The input section start

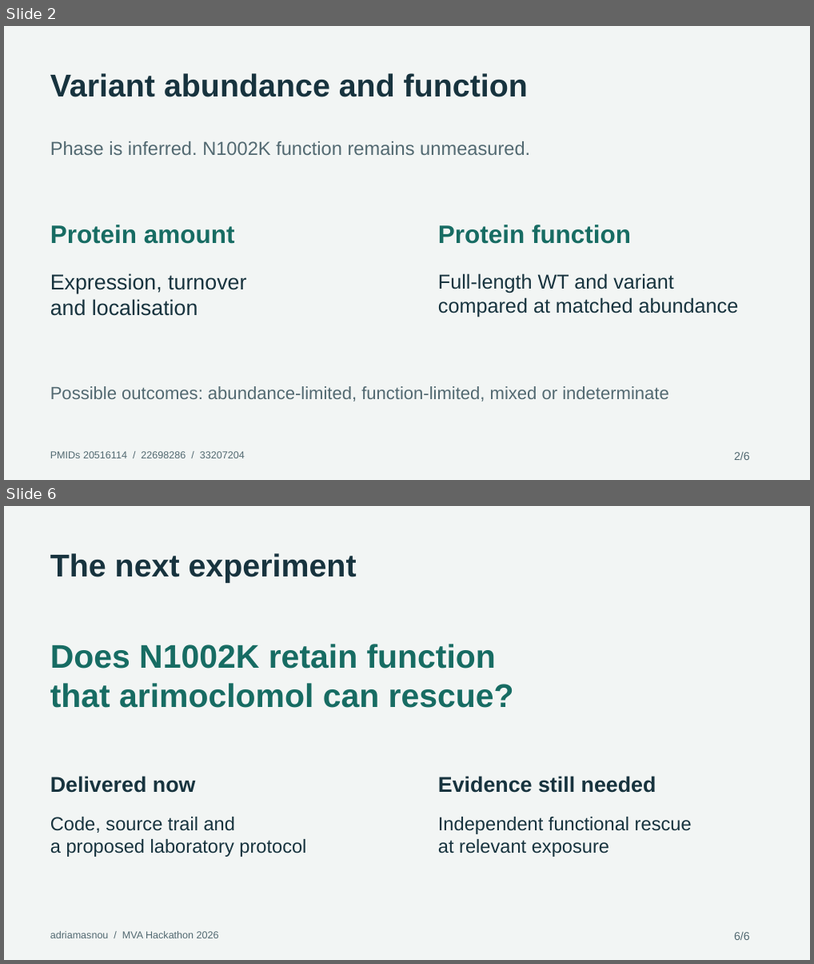
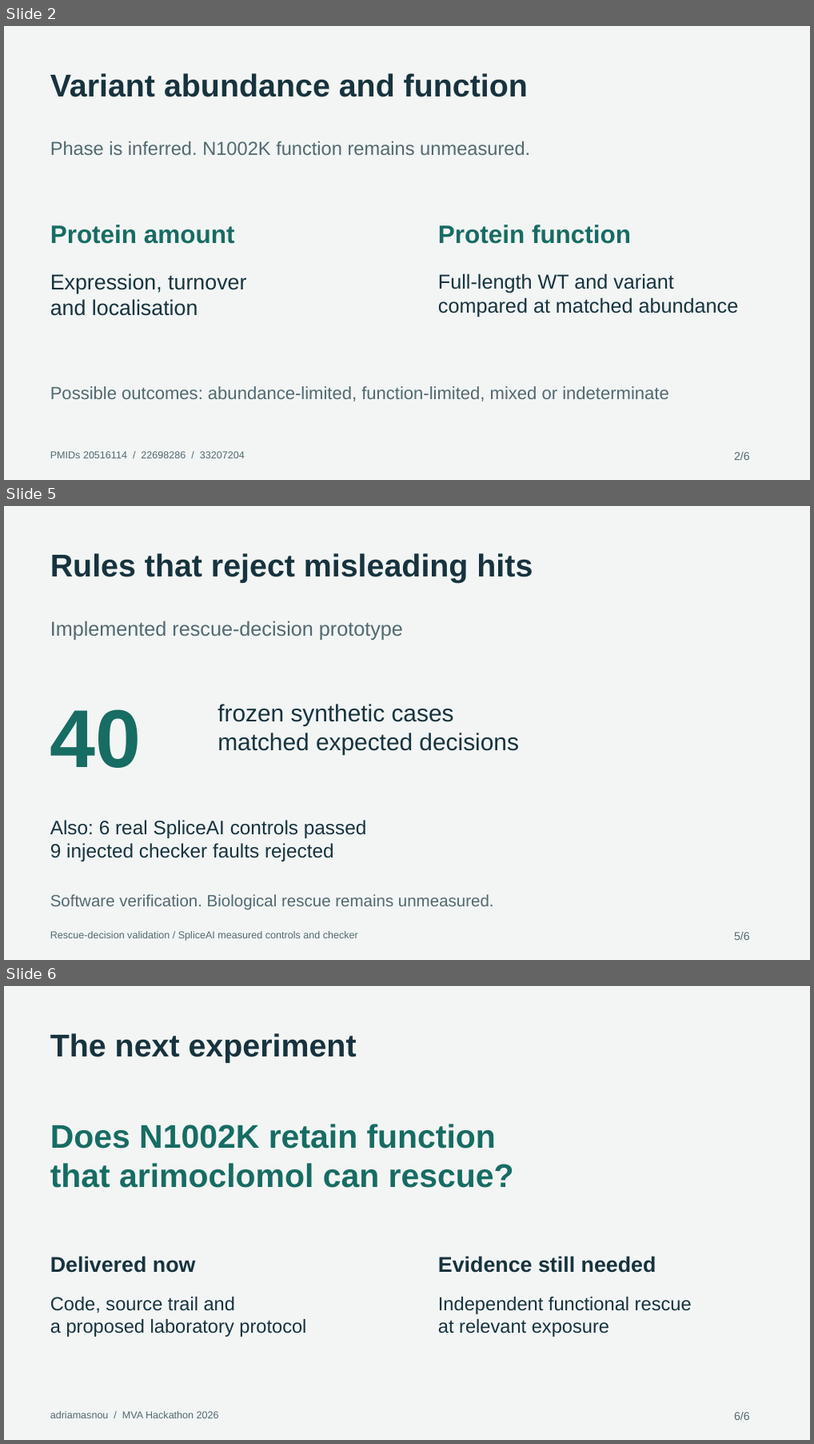
Before and after one commit to adriamasnou/mva-hackathon-2026-track1, a slide deck: submissions/pitch/pitch-editable.pptx. Shown one above the other, each under a label of ours: slides 2 and 6 before the commit, slides 2, 5 and 6 after it; the slides between them are not shown. The pictures are 814x964 and 814x1444 pixels, drawn with LibreOffice and Linux fonts; fonts in the diff are those of the drawing. Boxes give left, top, right and bottom in pixels: in the first picture for what was removed or moved away, otherwise in the second. Text is boxed around its words. In the diff, an @@ line names an element or a change of style, - is before the commit and + after.

Commit message:
Refresh three-minute pitch with reviewed source roles and decision prototype

```diff
--- a/submissions/pitch/pitch-editable.pptx
+++ b/submissions/pitch/pitch-editable.pptx
@@ slide 5 added at [4,506,810,960], background #F2F5F4 @@
@@ text added at [50,553,533,583], 37.5 pt, text #17333E, bold @@
+Rules that reject misleading hits
@@ text added at [50,620,403,640], 24 pt, text #526971 @@
+Implemented rescue-decision prototype
@@ text added at [50,709,142,768], 97.5 pt, text #176C63, bold @@
+40
@@ text added at [218,704,518,755], 28.5 pt, text #17333E @@
+frozen synthetic cases
+matched expected decisions
@@ text added at [50,820,367,861], 23.2 pt, text #17333E @@
+Also: 6 real SpliceAI controls passed
+9 injected checker faults rejected
@@ text added at [50,894,494,909], 19.5 pt, text #526971 @@
+Software verification. Biological rescue remains unmeasured.
@@ text added at [50,931,358,940], 12 pt, text #526971 @@
+Rescue-decision validation / SpliceAI measured controls and checker
@@ text added at [734,932,750,940], 13.5 pt, text #526971 @@
+5/6
```
Also in this commit, not shown: 2 other slides added, 3 slides removed, 9 other files.

The input section end

Task prompt:
Omit all images when repeating the data above exactly.

Answer to this task:
Before and after one commit to adriamasnou/mva-hackathon-2026-track1, a slide deck: submissions/pitch/pitch-editable.pptx. Shown one above the other, each under a label of ours: slides 2 and 6 before the commit, slides 2, 5 and 6 after it; the slides between them are not shown. The pictures are 814x964 and 814x1444 pixels, drawn with LibreOffice and Linux fonts; fonts in the diff are those of the drawing. Boxes give left, top, right and bottom in pixels: in the first picture for what was removed or moved away, otherwise in the second. Text is boxed around its words. In the diff, an @@ line names an element or a change of style, - is before the commit and + after.

Commit message:
Refresh three-minute pitch with reviewed source roles and decision prototype

```diff
--- a/submissions/pitch/pitch-editable.pptx
+++ b/submissions/pitch/pitch-editable.pptx
@@ slide 5 added at [4,506,810,960], background #F2F5F4 @@
@@ text added at [50,553,533,583], 37.5 pt, text #17333E, bold @@
+Rules that reject misleading hits
@@ text added at [50,620,403,640], 24 pt, text #526971 @@
+Implemented rescue-decision prototype
@@ text added at [50,709,142,768], 97.5 pt, text #176C63, bold @@
+40
@@ text added at [218,704,518,755], 28.5 pt, text #17333E @@
+frozen synthetic cases
+matched expected decisions
@@ text added at [50,820,367,861], 23.2 pt, text #17333E @@
+Also: 6 real SpliceAI controls passed
+9 injected checker faults rejected
@@ text added at [50,894,494,909], 19.5 pt, text #526971 @@
+Software verification. Biological rescue remains unmeasured.
@@ text added at [50,931,358,940], 12 pt, text #526971 @@
+Rescue-decision validation / SpliceAI measured controls and checker
@@ text added at [734,932,750,940], 13.5 pt, text #526971 @@
+5/6
```
Also in this commit, not shown: 2 other slides added, 3 slides removed, 9 other files.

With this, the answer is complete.